The ACC delineates two major frontal regions: at the northern boundary, the Sub-Antarctic Front; and at the southern boundary, the Antarctic Front. The fronts are highly variable, and changes in position of 62 miles (100 kilometers) in 10 days have been observed. Larger meanders in the fronts can form eddies similar to those formed in the Gulf Stream. The greater of the two fronts is the Antarctic Front (southern), which separates the warmer surface waters of northern origin from the cold waters of southern origin. This front is historically identified as the Antarctic Convergence, given that water is converging in this region, but recent measurements have shown that the ACC between the two fronts is zonal and complex in structure throughout its north–south extent, and there is a series of convergences.

Consequently, the region is now termed the Antarctic Polar Frontal Zone. It is important for biological processes because deepwater rich in nutrients is brought to the surface, resulting in an area of high localized primary production. The primary production is then grazed by zooplankton, and in particular by krill, which is a staple food for many species of birds, seals, fish, squid, and whales. Close to the Antarctic continent, there is a narrow and westward-flowing current at approximately 65 degrees south, which is called the Antarctic Coastal Current, or occasionally the East Wind Drift. This current has not been well studied, but it has a speed typically of .33 feet (0.1 meter) per second. The current is not, however, continuous around Antarctica, and it is absorbed in the two large gyre systems of the Weddell Sea and the Ross Sea.

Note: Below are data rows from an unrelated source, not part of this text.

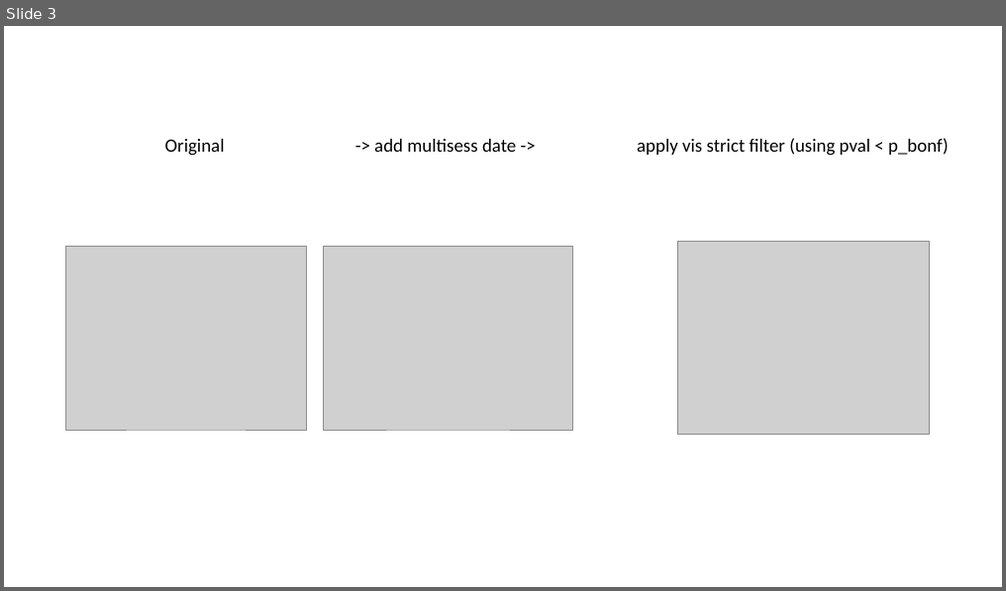
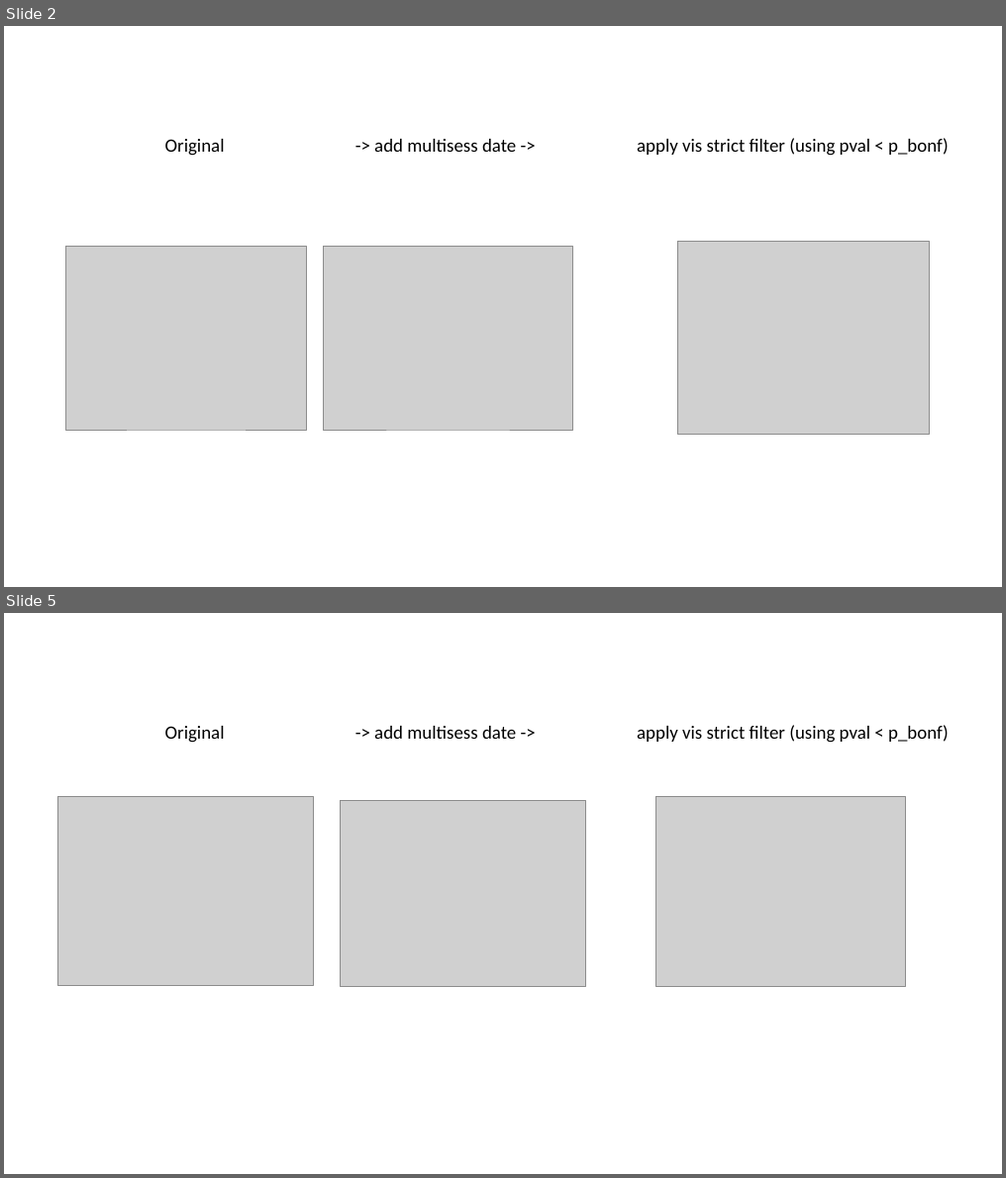
Before and after one commit to lanluo9/inter, a slide deck: results/add 8ori_2isi_multisess, and apply vis strict filter/compare.pptx. Shown one above the other, each under a label of ours: slide 3 before the commit, slides 2 and 5 after it; the slides between them are not shown. The pictures are 1006x591 and 1006x1178 pixels, drawn with LibreOffice and Linux fonts; fonts in the diff are those of the drawing; grey boxes stand for pictures. Boxes give left, top, right and bottom in pixels: in the first picture for what was removed or moved away, otherwise in the second. Text is boxed around its words. In the diff, an @@ line names an element or a change of style, - is before the commit and + after.

```diff
--- a/results/add 8ori_2isi_multisess, and apply vis strict filter/compare.pptx
+++ b/results/add 8ori_2isi_multisess, and apply vis strict filter/compare.pptx
@@ slide 5 added at box(4, 613, 1002, 1174), background #FFFFFF @@
@@ text added at box(165, 725, 948, 743), 18 pt, text #000000 @@
+Original -> add multisess date -> apply vis strict filter (using pval < p_bonf)
@@ picture added at box(57, 797, 313, 986) @@
@@ picture added at box(341, 801, 586, 986) @@
@@ picture added at box(655, 797, 905, 986) @@
@@ what was slide 3 is now slide 2 @@
```
Also in this commit, not shown: 2 slides changed, 2 other slides added, 3 other files.

The Weddell Sea is one of the few areas of the Antarctic to retain a permanent ice cover. A gyre was first suspected from the drift of the Deutschland, which was trapped in the southeast Weddell Sea in 1911, and drifted for nine months before escaping from the pack ice close to the Antarctic Peninsula. A worse fate struck Ernest Shackleton's Imperial Trans-Antarctic Expedition in the Weddell Sea when the Endurance was beset just off the coast of the Filchner Ice Shelf in January 1915, and sank in November of the same year. Shackleton and his men drifted within the northward portion of the Weddell Gyre until April 1916, when they landed on Elephant Island at the edge of the peninsula and went on to complete one of the most famous self-rescues in polar history. The existence and continuity of both the Weddell Sea and Ross Sea gyres have been subsequently confirmed from hydrographic measurements and satellite-tracked drifting buoys. The region at the north edge of the Antarctic Peninsula marks the Weddell–Scotia Confluence, a region that has been identified as extremely biologically important.